This shouldn't be a barrier at all. The rendering system a component uses
should be an entirely encapsulated implementation detail of the component.
Components should absolutely not have to use the same template system to be
used together.

This is something web components get very, very correct.

> Web components are nearly useless without having a story for reactive
> rendering

There are libraries that address just that specific need, like lit-html which
I maintain. Again, it's an implementation detail of the component.

> What we need is a browser standard for templated/reactive rendering of DOM
> content (data + template = DOM)

While rendering should be an implementation detail, I still agree with you
here, simply because templating is such a universal need that the platform
should provide some primitives to help developers.

The current best proposal in this area is Template Instantiation:
[https://github.com/w3c/webcomponents/blob/gh-
pages/proposals...](https://github.com/w3c/webcomponents/blob/gh-
pages/proposals/Template-Instantiation.md)

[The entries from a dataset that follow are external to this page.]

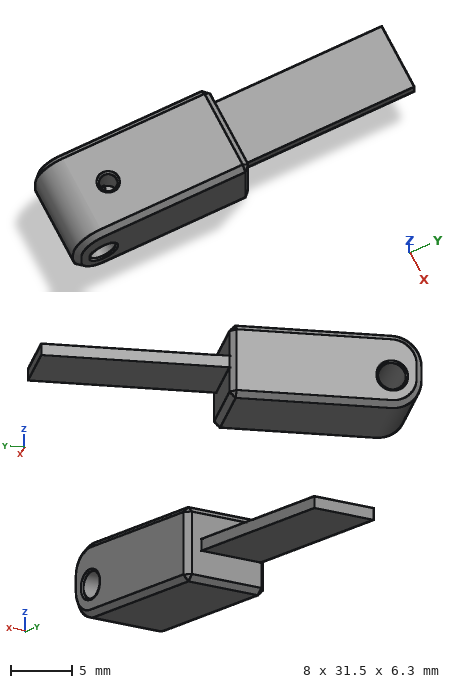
import cadquery as cq

total_length = 31.5
housing_width = 8.0
housing_length = 15.9
housing_height = 6.3
nose_radius = 2.52
edge_chamfer = 0.5
front_y = -total_length / 2

cross_hole_diameter = 2.3
cross_hole_chamfer = 0.15
cross_hole_y = front_y + nose_radius
cross_hole_z = -0.5

top_hole_diameter = 1.5
top_hole_chamfer = 0.2
top_hole_floor_diameter = 1.0
top_hole_y = front_y + 4.9

blade_width = 6.0
blade_thickness = 1.0
blade_x = -0.47
blade_start_y = front_y + 4.0
blade_length = total_length / 2 - blade_start_y


def make_blade():
    return (
        cq.Workplane("XY")
        .box(blade_width, blade_length, blade_thickness, centered=(True, False, True))
        .translate((blade_x, blade_start_y, 0))
    )


def cone(large_radius, small_radius, base, direction):
    """Truncated 45 degree cone that narrows along the given direction."""
    height = large_radius - small_radius
    return cq.Workplane(
        cq.Solid.makeCone(large_radius, small_radius, height, cq.Vector(*base), cq.Vector(*direction))
    )


def make_block():
    block = cq.Workplane("XY").box(
        housing_width, housing_length, housing_height, centered=(True, False, True)
    ).translate((0, front_y, 0))
    block = block.faces("<Y").edges("|X").fillet(nose_radius)
    return block.faces("<X or >X or >Y").edges().chamfer(edge_chamfer)


def make_cross_hole():
    radius = cross_hole_diameter / 2
    hole = (
        cq.Workplane("YZ")
        .center(cross_hole_y, cross_hole_z)
        .circle(radius)
        .extrude(housing_width / 2, both=True)
    )
    for side in (-1, 1):
        mouth = (side * housing_width / 2, cross_hole_y, cross_hole_z)
        hole = hole.union(cone(radius + cross_hole_chamfer, radius, mouth, (-side, 0, 0)))
    return hole


def cut_top_hole(block):
    radius = top_hole_diameter / 2
    floor_radius = top_hole_floor_diameter / 2
    top_z = housing_height / 2
    floor_z = blade_thickness / 2
    taper_z = floor_z + radius - floor_radius
    mouth = [(radius, top_z - top_hole_chamfer), (radius + top_hole_chamfer, top_z), (0, top_z)]

    def turn(profile, degrees):
        """Body of revolution about the hole axis; a half turn fills the +Y side."""
        return (
            cq.Workplane("XZ")
            .polyline(profile)
            .close()
            .revolve(degrees, (0, 0), (0, 1))
            .translate((0, top_hole_y, 0))
        )

    tapered = turn([(0, floor_z), (floor_radius, floor_z), (radius, taper_z), *mouth], 360)
    straight_half = turn([(0, floor_z), (radius, floor_z), (radius, taper_z), (0, taper_z)], 180)
    return block.cut(tapered).cut(straight_half)


blade = make_blade()
housing = cut_top_hole(make_block().cut(make_cross_hole()).cut(blade))

result = cq.Compound.makeCompound([*housing.solids().vals(), blade.val()])
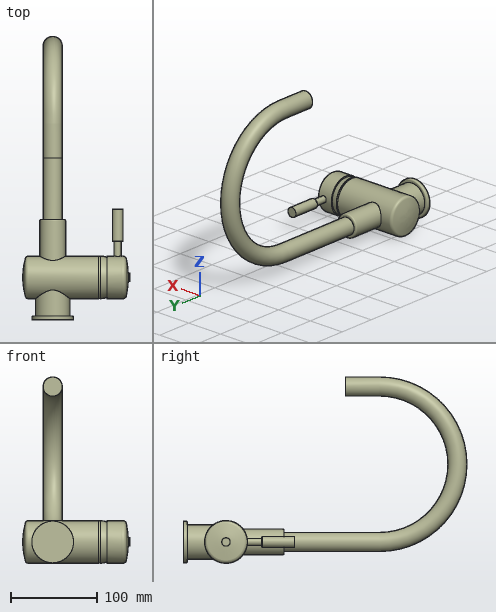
import cadquery as cq


BARREL_RADIUS = 49.8 / 2
END_RIM_RADIUS = 21.8
DOME_TIP_X = -35.0
DOME_RIM_X = -32.0
EDGE_START_X = -28.0

GROOVE_START_X = 53.5
GROOVE_END_X = 55.5
GROOVE_DEPTH = 0.15
NECK_START_X = 56.0
NECK_DROP = 1.5

CAP_START_X = 63.3
CAP_EDGE_X = 80.5
CAP_RIM_X = 85.7
CAP_TIP_X = 88.0
BUTTON_RADIUS = 5.0
BUTTON_END_X = 89.7
LEVER_X = 75.5
STEM_RADIUS = 4.3
GRIP_RADIUS = 12.5 / 2
GRIP_START_Y = 41.5
GRIP_END_Y = 79.5
GRIP_CHAMFER = 0.5

INLET_RADIUS = 20.0
FLANGE_RADIUS = 48.5 / 2
FLANGE_FACE_Y = -49.5
FLANGE_THICKNESS = 4.5
FLANGE_FILLET = 1.5
SLEEVE_RADIUS = 15.2
SLEEVE_END_Y = 67.5
SLEEVE_FILLET = 2.0

TUBE_RADIUS = 11.2
BEND_RADIUS = 90.3
BEND_START_Y = 178.7
OUTLET_LENGTH = 40.0


def rod_along_y(x, start_y, end_y, radius):
    """Round rod parallel to Y, at the height of the barrel axis."""
    plane = cq.Plane(origin=(x, start_y, 0), xDir=(1, 0, 0), normal=(0, 1, 0))
    return cq.Workplane(plane).circle(radius).extrude(end_y - start_y)


def turn_about_x(profile):
    """Turn a closed XY profile into a round solid about the X axis."""
    return profile.close().revolve(360, (0, 0, 0), (1, 0, 0))


def mid_dome(rim_x, tip_x):
    """Point halfway out on a shallow dome, where 3/4 of its rise is reached."""
    return (rim_x + 0.75 * (tip_x - rim_x), END_RIM_RADIUS / 2)


def mid_edge(start_x, rim_x):
    """Middle of the rounded edge between barrel and dome."""
    bulge = 0.7
    return (
        start_x + bulge * (rim_x - start_x),
        END_RIM_RADIUS + bulge * (BARREL_RADIUS - END_RIM_RADIUS),
    )


def make_barrel():
    neck_middle = ((NECK_START_X + CAP_START_X) / 2, BARREL_RADIUS - NECK_DROP / 4)
    profile = (
        cq.Workplane("XY")
        .moveTo(DOME_TIP_X, 0)
        .threePointArc(mid_dome(DOME_RIM_X, DOME_TIP_X), (DOME_RIM_X, END_RIM_RADIUS))
        .threePointArc(mid_edge(EDGE_START_X, DOME_RIM_X), (EDGE_START_X, BARREL_RADIUS))
        .lineTo(GROOVE_START_X, BARREL_RADIUS)
        .lineTo(GROOVE_START_X, BARREL_RADIUS - GROOVE_DEPTH)
        .lineTo(GROOVE_END_X, BARREL_RADIUS - GROOVE_DEPTH)
        .lineTo(GROOVE_END_X, BARREL_RADIUS)
        .lineTo(NECK_START_X, BARREL_RADIUS)
        .threePointArc(neck_middle, (CAP_START_X, BARREL_RADIUS - NECK_DROP))
        .lineTo(CAP_START_X, 0)
    )
    return turn_about_x(profile)


def make_flange():
    flange = rod_along_y(0, FLANGE_FACE_Y, FLANGE_FACE_Y + FLANGE_THICKNESS, FLANGE_RADIUS)
    return flange.faces(">Y").edges().fillet(FLANGE_FILLET)


def make_housing():
    inlet = rod_along_y(0, FLANGE_FACE_Y, 0, INLET_RADIUS)
    sleeve = rod_along_y(0, 0, SLEEVE_END_Y, SLEEVE_RADIUS)
    sleeve = sleeve.faces(">Y").edges().fillet(SLEEVE_FILLET)
    return make_barrel().union(inlet).union(make_flange()).union(sleeve)


def make_spout():
    """Tube that leaves the sleeve, turns back through a half circle and ends above."""
    outlet_y = BEND_START_Y - OUTLET_LENGTH
    path = (
        cq.Workplane("YZ")
        .moveTo(SLEEVE_END_Y, 0)
        .lineTo(BEND_START_Y, 0)
        .threePointArc((BEND_START_Y + BEND_RADIUS, BEND_RADIUS), (BEND_START_Y, 2 * BEND_RADIUS))
        .lineTo(outlet_y, 2 * BEND_RADIUS)
    )
    plane = cq.Plane(origin=(0, SLEEVE_END_Y, 0), xDir=(1, 0, 0), normal=(0, 1, 0))
    return cq.Workplane(plane).circle(TUBE_RADIUS).sweep(path)


def make_cap():
    profile = (
        cq.Workplane("XY")
        .moveTo(CAP_START_X, 0)
        .lineTo(CAP_START_X, BARREL_RADIUS)
        .lineTo(CAP_EDGE_X, BARREL_RADIUS)
        .threePointArc(mid_edge(CAP_EDGE_X, CAP_RIM_X), (CAP_RIM_X, END_RIM_RADIUS))
        .threePointArc(mid_dome(CAP_RIM_X, CAP_TIP_X), (CAP_TIP_X, 0))
    )
    return turn_about_x(profile)


def make_handle():
    button = (
        cq.Workplane("YZ", origin=(CAP_EDGE_X, 0, 0))
        .circle(BUTTON_RADIUS)
        .extrude(BUTTON_END_X - CAP_EDGE_X)
    )
    stem = rod_along_y(LEVER_X, 0, GRIP_START_Y, STEM_RADIUS)
    grip = rod_along_y(LEVER_X, GRIP_START_Y, GRIP_END_Y, GRIP_RADIUS)
    grip = grip.faces("<Y").edges().chamfer(GRIP_CHAMFER)
    return make_cap().union(button).union(stem).union(grip)


housing = make_housing()
spout = make_spout()
handle = make_handle()

result = cq.Compound.makeCompound([housing.val(), spout.val(), handle.val()])
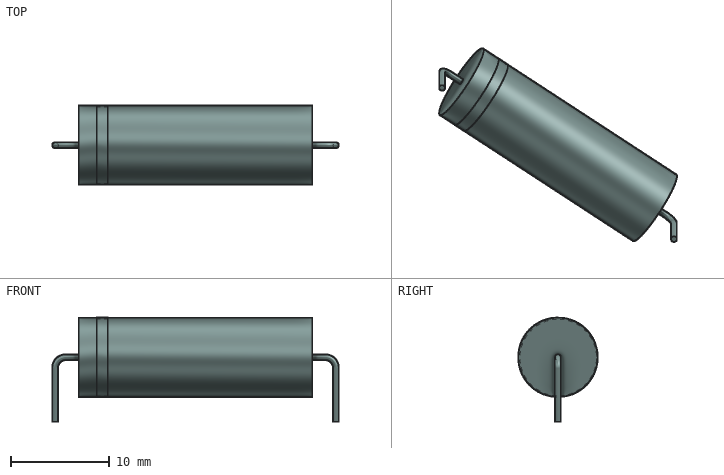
import cadquery as cq

overall_length = 29.2
overall_height = 10.63
body_length = 23.84
band_diameter = 8.12
band_offset = 1.85
band_width = 1.15
band_rise = 0.01
groove_depth = 0.15
wire_diameter = 0.6
bend_radius = 1.05

body_end = body_length / 2
band_start = band_offset - body_end
body_diameter = band_diameter - 2 * band_rise
groove_diameter = body_diameter - 2 * groove_depth
lead_x = (overall_length - wire_diameter) / 2
lead_bottom = band_diameter / 2 - overall_height


def make_band():
    """Polarity ring that sits in the groove and stands slightly proud of the body."""
    return (
        cq.Workplane("YZ", origin=(band_start, 0, 0))
        .circle(band_diameter / 2)
        .circle(groove_diameter / 2)
        .extrude(band_width)
    )


def make_body(band):
    """Cylindrical body with a groove that fits the band."""
    cylinder = cq.Workplane("YZ", origin=(-body_end, 0, 0)).circle(body_diameter / 2).extrude(body_length)
    return cylinder.cut(band)


def make_lead(side):
    """Round wire from one end of the body, bent down; side is -1 or +1 along X."""
    bend_start = lead_x - bend_radius
    path = (
        cq.Workplane("XZ")
        .moveTo(side * body_end, 0)
        .lineTo(side * bend_start, 0)
        .tangentArcPoint((side * lead_x, -bend_radius), relative=False)
        .lineTo(side * lead_x, lead_bottom)
    )
    return cq.Workplane("YZ", origin=(side * body_end, 0, 0)).circle(wire_diameter / 2).sweep(path)


band = make_band()
body = make_body(band)
leads = [make_lead(side) for side in (-1, 1)]

result = cq.Compound.makeCompound([body.val(), band.val(), *[lead.val() for lead in leads]])

The main idea is that it lets you mark up a <template> with references that
will be cloned along with the template contents. These references can then be
used to dynamically update the cloned instance. You can accelerate most
template systems with these primitives. It's critical because the DOM doesn't
have any other way to clone a chunk of DOM along with references to specific
nodes in that tree without manually walking the clone's tree.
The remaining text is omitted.